John Stalker

Personal information
- Full name: John Alexander Hastie Inglis Stalker
- Date of birth: 12 March 1959 (age 67)
- Place of birth: Musselburgh, Scotland
- Height: 5 ft 11 in (1.80 m)
- Position: Forward

Senior career*
- Years: Team / Apps / (Gls)
- 197?–1979: Leicester City / 0 / (0)
- 1979–1983: Darlington / 116 / (36)
- 1983: Hartlepool United / 4 / (0)
- 1983: Meadowbank Thistle / 5 / (0)
- 1984: East Fife / 11 / (1)
- 1984–198?: Penicuik Athletic
- 198?–1986: Newtongrange Star /  / (4)

= John Stalker (footballer) =

Scottish footballer

John Alexander Hastie Inglis Stalker (born 12 March 1959) is a Scottish former footballer who played as a forward.

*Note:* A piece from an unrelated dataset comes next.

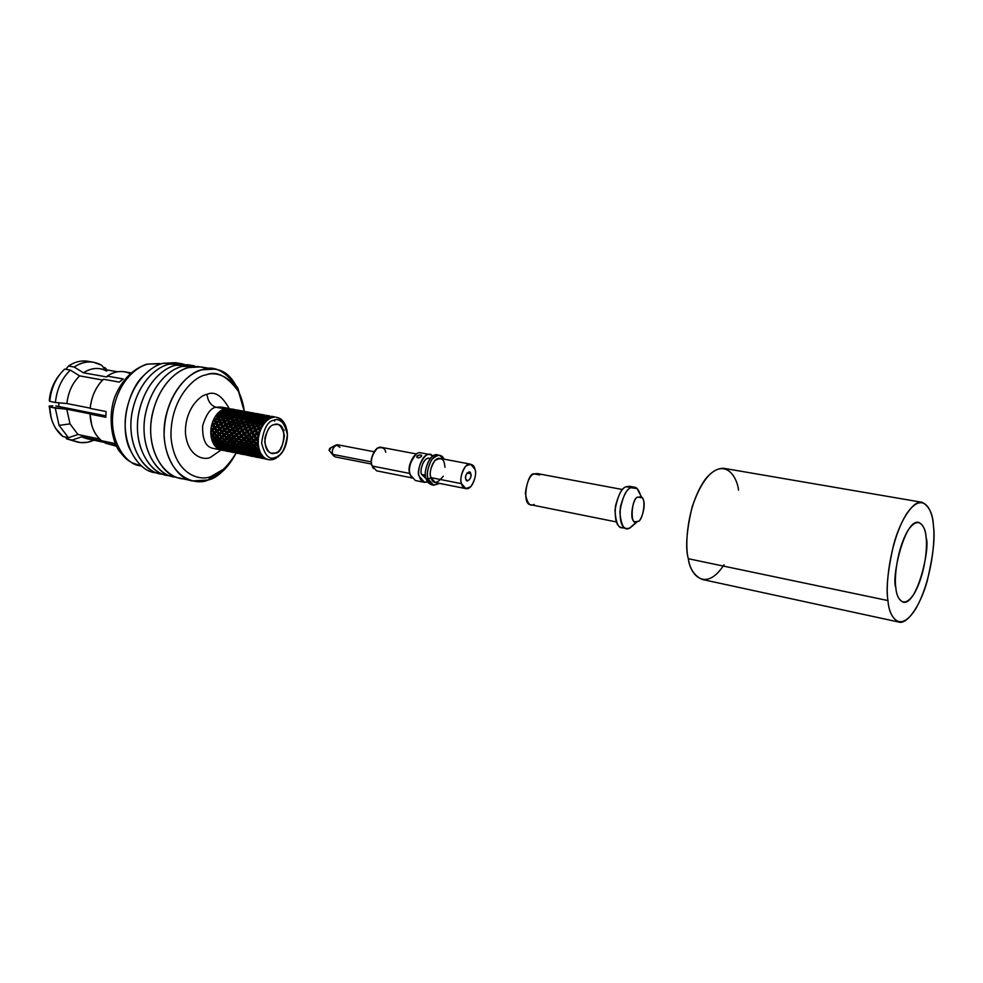<?xml version="1.0" encoding="UTF-8"?>
<svg xmlns="http://www.w3.org/2000/svg" width="983" height="983" viewBox="0 0 983 983"><rect width="100%" height="100%" fill="white"/><g stroke="black" fill="none" stroke-linecap="round" stroke-linejoin="round"><path stroke-width="1.47" d="M55.81 405.905L105.857 415.858L55.81 405.905M77.952 434.486L70.014 423.882L59.054 425.369L68.478 437.705L77.952 434.486L99.738 439.094L77.952 434.486L68.478 437.705L59.054 425.369L70.014 423.882L77.952 434.486M184.411 364.386L169.101 364.201C158.202 366.18 137.116 381.478 131.538 415.662C126.733 450.939 148.31 474.838 163.117 474.175L159.824 473.646C144.661 472.381 125.799 445.459 132.091 412.196C138.763 380.04 158.521 366.303 169.101 364.201L181.167 363.649L184.411 364.386M197.583 366.585L182.273 366.401C171.386 368.416 150.288 383.861 144.698 418.303C139.869 453.839 161.396 477.799 176.154 477.062M210.89 434.744L211.431 433.736L211.296 435.211L212.795 435.113L212.058 434.486L213.557 433.098L212.033 431.058L213.557 433.098L215.056 433.11L212.93 430.308L214.392 432.336L216.051 430.91L214.687 428.871L212.758 430.112L213.532 431.144L212.758 430.112L210.78 432.151L211.296 426.855L212.758 430.112L211.677 428.613L211.259 429.976L212.758 430.112L212.193 429.215L213.999 427.789L212.783 425.774L213.999 427.789L215.474 428.047L213.618 425.074L211.296 426.855L212.709 421.707L213.618 425.074L212.758 423.612L212.156 424.705L213.618 425.074L213.25 423.968L215.351 422.616L214.417 420.724L215.351 422.616L216.764 423.108L215.326 420.331L212.709 421.719L214.552 417.726L215.326 420.331L214.65 418.991L213.741 419.299L215.326 420.331L215.166 419.09L217.526 417.922L216.825 416.239L218.84 418.611L217.747 416.178L214.945 417.062L217.845 413.204L217.747 416.178L216.334 415.01L217.747 416.178L217.821 414.875L220.389 413.978L219.873 412.614L221.58 414.851L220.745 412.872L217.845 413.204L221.236 410.378L220.745 412.872L219.504 411.644L220.745 412.872L221.04 411.607L223.743 411.066L223.35 410.071L221.236 410.378L224.603 408.83L216.063 407.269L220.868 406.999L216.063 407.269L224.603 408.83L224.616 409.481L227.38 409.346L224.603 408.83L226.741 408.436L227.38 409.346L224.603 408.83L227.38 409.346L228.56 411.963L228.142 410.968L225.402 411.373L225.844 412.491L225.402 411.373L224.788 412.061L225.537 413.769L224.812 409.911L225.193 410.833L227.933 410.489L227.564 409.702L224.812 409.911L224.112 410.648L224.788 412.061L224.321 408.916L224.112 410.648L223.043 409.407L224.788 412.061L223.964 411.644L224.407 412.823L223.964 411.644L221.286 412.246L221.765 413.548L224.407 412.823L225.537 413.769L225.844 412.491L228.56 411.963L229.617 412.958L230.034 411.73L232.799 411.386L233.77 412.43L234.273 411.263L237.038 411.127L233.893 410.55L237.038 411.127L237.923 412.209L238.156 410.611L241.879 410.857L241.929 412.024L238.722 411.435L239.115 412.16L241.929 412.024L238.722 411.435L246.217 412.098L243.415 412.012L242.826 413.106L242.137 412.393L242.543 413.192L242.137 412.393L239.336 412.59L239.766 413.524L242.543 413.192L243.514 414.236L243.022 411.508L245.824 411.73L243.022 411.508L242.137 412.282L243.514 414.236L243.624 412.344L246.426 412.344L243.624 412.344L244.017 413.057L246.794 412.921L246.426 412.344L243.624 412.344L246.794 412.921L247.691 414.003L247.9 412.405L251.759 412.663L247.9 412.405L247.016 413.192L248.416 415.145L248.502 413.241L251.329 413.241L248.502 413.241L248.932 413.966L251.746 413.831L251.329 413.241L248.502 413.241L251.967 414.113L252.828 413.315L251.943 414.076L252.643 414.924L252.828 413.315L255.629 413.536L252.828 413.315L252.643 414.924L253.454 414.15L256.661 414.74L253.847 414.875L253.344 416.055L254.069 415.317L256.882 415.109L257.558 415.834L258.394 415.059L261.65 415.662L261.22 415.072L258.394 415.059L261.65 415.662L258.824 415.784L258.32 416.976L261.871 416.03L262.547 416.743L263.358 415.969L266.614 416.571L263.358 415.969L265.951 415.723L263.149 415.637L262.264 416.755M271.21 416.903L268.359 416.89L271.64 417.492L268.359 416.89L268.814 417.628L271.64 417.492L268.814 417.628L268.31 418.832L266.848 416.952L264.022 417.148L264.488 418.107L267.315 417.763L264.488 418.107L264.083 419.36L264.759 418.66L265.263 419.815L268.027 419.274L267.56 418.254L264.759 418.66L271.099 417.972L265.557 420.478L265.914 421.375L269.33 418.844L269.059 418.082L268.31 418.832L268.359 416.89L271.21 416.903M231.816 409.653L229.039 409.653L232.197 410.23L229.039 409.653L228.253 410.415L228.855 409.333L231.619 409.407L228.498 408.842L227.626 409.616L228.019 408.4L227.368 409.247L228.019 408.4L231.14 409.051L228.302 408.633L227.626 409.616L224.616 409.481L224.112 410.648L223.141 409.604L221.236 410.378L227.564 409.702L228.904 411.533L228.253 410.415L229.039 409.653L229.408 410.366L229.039 409.653L231.791 409.653M280.892 447.412L281.74 446.958M244.153 454.343L240.798 453.79L244.177 454.318M243.305 454.465L240.552 453.851L240.282 452.844L240.11 453.863L243.305 454.465M261.969 416.067L262.289 416.829L261.871 416.03L259.057 416.239L259.512 417.185L262.289 416.829L263.272 417.898L262.547 416.743L263.272 417.898L262.289 416.829L260.52 417.038L259.094 418.439L262.522 417.32L263.272 417.898L263.358 415.969L262.092 416.214L262.547 416.743L262.719 415.133L265.533 415.354L262.719 415.133L261.834 415.895L262.043 414.617L264.832 415.059L261.331 415.195L265.373 415.342L262.498 414.912L261.834 415.895L262.719 415.133L265.951 415.723L266.614 416.571L263.358 415.969L263.776 416.706L266.614 416.571L267.523 417.664L267.683 416.042L266.798 416.804L267.683 416.042L271.148 416.903L267.683 416.042L267.523 417.664L266.614 416.571L263.776 416.706L263.272 417.898L266.848 416.952L268.027 419.274L265.263 419.815L264.955 421.117L263.813 420.159L261.085 420.896L263.813 420.159L263.272 418.942L260.52 419.544L260.888 422.211L264.108 420.859L264.685 422.272L262.068 423.169L264.685 422.272L264.108 420.859L261.417 421.658L261.982 424.496L260.679 423.698L258.136 424.754L260.679 423.698L260.003 422.125L257.386 423.083L258.16 426.057L261.073 424.582L261.834 426.303L259.414 427.494L261.834 426.303L261.073 424.582L258.554 425.676L259.549 428.76L258.652 429.166L259.549 428.76L258.148 428.146L255.826 429.436L258.148 428.146L257.251 426.303L254.855 427.519L256.072 430.64L258.652 429.166L259.647 431.107L257.472 432.483L259.647 431.107L258.652 429.166L256.379 430.48L257.841 433.614L259.684 432.459L254.302 434.658L256.354 433.233L255.199 431.205L253.061 432.594L254.769 435.678L257.841 433.614L254.769 435.678L257.005 434.326L258.283 436.391L256.391 437.853L258.283 436.391L257.005 434.326L255.002 435.764L256.956 438.762L258.554 437.546L253.675 440.065L255.433 438.615L253.983 436.526L252.139 437.976L254.327 440.839L256.956 438.762L256.231 439.733L257.816 441.809L256.231 443.222L257.816 441.809L256.231 439.733L254.536 441.158L256.956 438.762L254.327 440.839L256.956 443.861L253.983 445.299L255.433 443.96L253.675 441.92L252.139 443.308L257.005 448.26L258.283 446.995L257.005 448.26L257.841 448.592L255.211 450.054L256.354 448.899L254.314 447.019L253.073 448.248L256.084 450.202L253.626 451.627L254.634 450.619L252.459 448.862L251.378 449.968L254.523 451.627L252.287 452.979L253.135 452.131L250.862 450.521L249.915 451.48L253.196 452.807L251.107 454.072L251.857 453.396L249.449 451.947L248.613 452.733L252.004 453.728L250.063 454.859L250.726 454.379L248.195 453.102L247.483 453.716L250.063 454.859L249.178 455.35L246.045 453.372L245.713 454.797L248.429 455.522L244.595 454.207L248.183 455.51M238.242 453.47L235.22 452.856L235.404 451.861L235.945 452.794L239.311 453.323L236.461 452.585L236.264 451.381L234.519 452.352L232.467 451L232.369 449.747L230.489 450.865L232.369 449.747L231.386 450.386L231.877 451.418L234.519 452.352L231.386 450.386L230.489 450.902L231.103 450.386L228.621 449.12L228.634 447.83L226.643 449.096L228.634 447.83L227.552 448.764L227.958 449.747L228.621 449.12L227.958 449.747L230.096 451.148L227.638 450.017L227.552 448.764L225.672 449.895L227.552 448.764L226.569 449.403L227.061 450.435L229.69 451.369L226.569 449.403L225.672 449.895L226.287 449.403L223.792 448.15L225.095 445.68L222.908 447.019L224.185 447.769L225.095 445.68L221.789 448.101L223.817 446.86L222.699 447.781L223.116 448.752L223.792 448.15L223.116 448.752L225.672 449.895L222.699 447.781L220.856 448.912L222.699 447.781L221.753 448.42L222.219 449.452L222.625 447.744M240.098 453.839L243.256 454.502M236.031 451.504L235.367 451.897L235.994 451.381L233.499 450.116L232.811 450.73L236.031 451.504M244.964 454.846L245.172 453.863L245.713 454.797L248.908 455.448L246.242 454.588L246.045 453.372L246.549 454.416L247.052 452.721L246.045 453.372L248.195 453.102L248.22 451.799L247.052 452.721L248.22 451.799L248.613 452.733L249.584 450.619L248.22 451.799L249.584 450.619L249.915 451.48L251.107 449.206L249.584 450.619L251.107 449.206L251.378 449.968L252.815 447.584L251.107 449.206L258.271 442.731L251.98 447.253L253.258 445.999L251.365 444.033L250.014 445.348L252.815 447.584L250.235 449.047L251.341 447.904L249.338 446.024L248.121 447.253L251.107 449.206L248.687 450.632L249.67 449.624L247.507 447.867L246.426 448.973L249.584 450.619L247.311 451.971L248.183 451.123L245.885 449.514L244.939 450.472L248.22 451.799L246.143 453.065L246.88 452.377L244.484 450.939L243.686 451.738L247.052 452.721L245.16 453.863L246.045 453.372L245.16 453.863L242.58 452.721L245.787 453.372L238.758 450.73L241.24 452.057L241.978 451.394L239.569 449.944L238.758 450.73L237.468 449.981L235.121 448.481L237.468 449.981L238.316 449.133L236.031 447.523L235.121 448.481L231.693 445.999L234.04 447.511L234.851 446.638L232.725 444.906L231.693 445.999L228.437 443.308L230.538 445.09L231.632 443.947L229.629 442.092L228.437 443.308L225.39 440.445L227.356 442.325L228.597 441.084L226.729 439.131L225.39 440.445L224.394 439.413L222.625 437.46L224.394 439.413L225.771 438.074L224.075 436.071L222.625 437.46L220.069 434.375L221.716 436.391L223.215 434.99L221.691 432.962L220.069 434.375L217.734 431.242L219.234 433.294L220.917 431.869L219.516 429.817L217.55 431.058L218.558 432.385L215.658 428.109L216.985 430.149L218.816 428.723L217.575 426.696L215.474 428.047L217.55 431.058L213.839 425.025L214.994 427.04L216.96 425.627L215.879 423.648L213.618 425.074L215.474 428.047L214.687 428.871L216.051 430.91L217.55 431.058L216.825 432.004L218.373 434.044L219.885 434.068L219.246 435.125L220.942 437.128L222.441 437.03L221.888 438.172L223.35 439.733L225.193 439.892L224.726 441.121L226.729 442.964L228.191 442.657L227.835 443.923L229.985 445.655L231.423 445.25L231.165 446.552L233.438 448.15L234.814 447.646L235.023 449.17L237.05 450.386L238.377 449.809L238.353 451.111L240.872 452.377L242.15 451.725L242.236 452.991L244.841 454.072L241.621 453.409L244.841 454.072L241.621 453.409L241.118 452.364L239.913 453.065L237.677 451.725L240.872 452.377L236.35 451.062L233.893 449.747L236.35 451.062L237.05 450.386L234.679 448.948L233.893 449.747L230.243 447.498L232.615 448.998L233.438 448.15L231.165 446.552L230.243 447.498L226.79 445.016L229.027 446.663L229.985 445.655L227.835 443.923L226.79 445.016L223.571 442.338L225.648 444.107L226.729 442.964L224.726 441.121L223.571 442.338L220.573 439.475L222.514 441.355L223.719 440.101L221.888 438.172L220.573 439.475L219.565 438.455L217.759 436.489L219.565 438.455L220.942 437.128L219.246 435.125L217.759 436.489L215.216 433.417L216.85 435.432L218.373 434.044L216.825 432.004L214.405 434.167L216.088 436.157L214.405 434.167L212.967 435.543L214.736 437.496L217.587 436.059L217.022 437.202L218.877 439.143L217.022 437.202L215.719 438.516L217.648 440.384L220.364 438.934L219.897 440.151L221.9 441.994L219.897 440.151L218.73 441.355L220.819 443.136L223.362 441.686L222.994 442.952L225.119 444.672L222.994 442.952L221.974 444.046L224.185 445.68L226.532 444.267L226.274 445.557L228.548 447.154L226.274 445.557L225.402 446.515L227.724 448.002L229.936 446.651L229.789 447.965L232.197 449.403L229.789 447.965L229.002 448.752L231.46 450.079L233.524 448.826L233.499 450.116L235.994 451.381L237.259 450.73L237.345 451.996L239.913 453.065L236.756 452.413L239.913 453.065L236.756 452.413L236.264 451.381L235.945 452.794L238.648 453.532L235.441 451.848L235.674 452.856L238.414 453.507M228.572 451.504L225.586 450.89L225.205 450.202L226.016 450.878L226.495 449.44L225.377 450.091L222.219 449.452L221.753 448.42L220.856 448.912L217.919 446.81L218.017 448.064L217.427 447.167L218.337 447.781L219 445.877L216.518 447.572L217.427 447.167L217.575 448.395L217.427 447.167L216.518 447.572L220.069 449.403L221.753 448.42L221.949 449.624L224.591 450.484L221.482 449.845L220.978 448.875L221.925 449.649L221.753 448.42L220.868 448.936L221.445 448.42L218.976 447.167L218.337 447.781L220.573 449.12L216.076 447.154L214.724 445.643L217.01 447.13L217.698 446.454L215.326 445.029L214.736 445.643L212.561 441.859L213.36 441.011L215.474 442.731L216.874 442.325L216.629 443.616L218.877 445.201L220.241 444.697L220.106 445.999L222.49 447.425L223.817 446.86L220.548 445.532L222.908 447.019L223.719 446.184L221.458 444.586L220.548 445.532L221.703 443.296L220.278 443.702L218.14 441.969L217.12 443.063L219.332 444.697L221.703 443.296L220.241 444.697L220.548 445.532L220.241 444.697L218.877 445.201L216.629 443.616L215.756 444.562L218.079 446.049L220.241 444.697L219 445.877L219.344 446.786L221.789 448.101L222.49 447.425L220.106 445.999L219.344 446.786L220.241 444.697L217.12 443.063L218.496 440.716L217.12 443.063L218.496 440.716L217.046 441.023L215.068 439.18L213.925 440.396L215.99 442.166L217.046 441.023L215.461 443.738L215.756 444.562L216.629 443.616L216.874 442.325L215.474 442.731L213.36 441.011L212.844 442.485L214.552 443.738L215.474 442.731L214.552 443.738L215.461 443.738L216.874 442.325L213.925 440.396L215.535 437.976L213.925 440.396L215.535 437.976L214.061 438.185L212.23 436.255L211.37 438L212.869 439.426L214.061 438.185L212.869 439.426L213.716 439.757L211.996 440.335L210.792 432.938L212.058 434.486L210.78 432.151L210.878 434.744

He began his senior career in England with Leicester City, but moved on to Darlington, for whom he scored 36 goals from 116 appearances in the Football League. After a short spell with Hartlepool United, Stalker returned to his native Scotland, where he played in the Scottish League for Meadowbank Thistle and East Fife before moving into junior football with Penicuik Athletic and Newtongrange Star.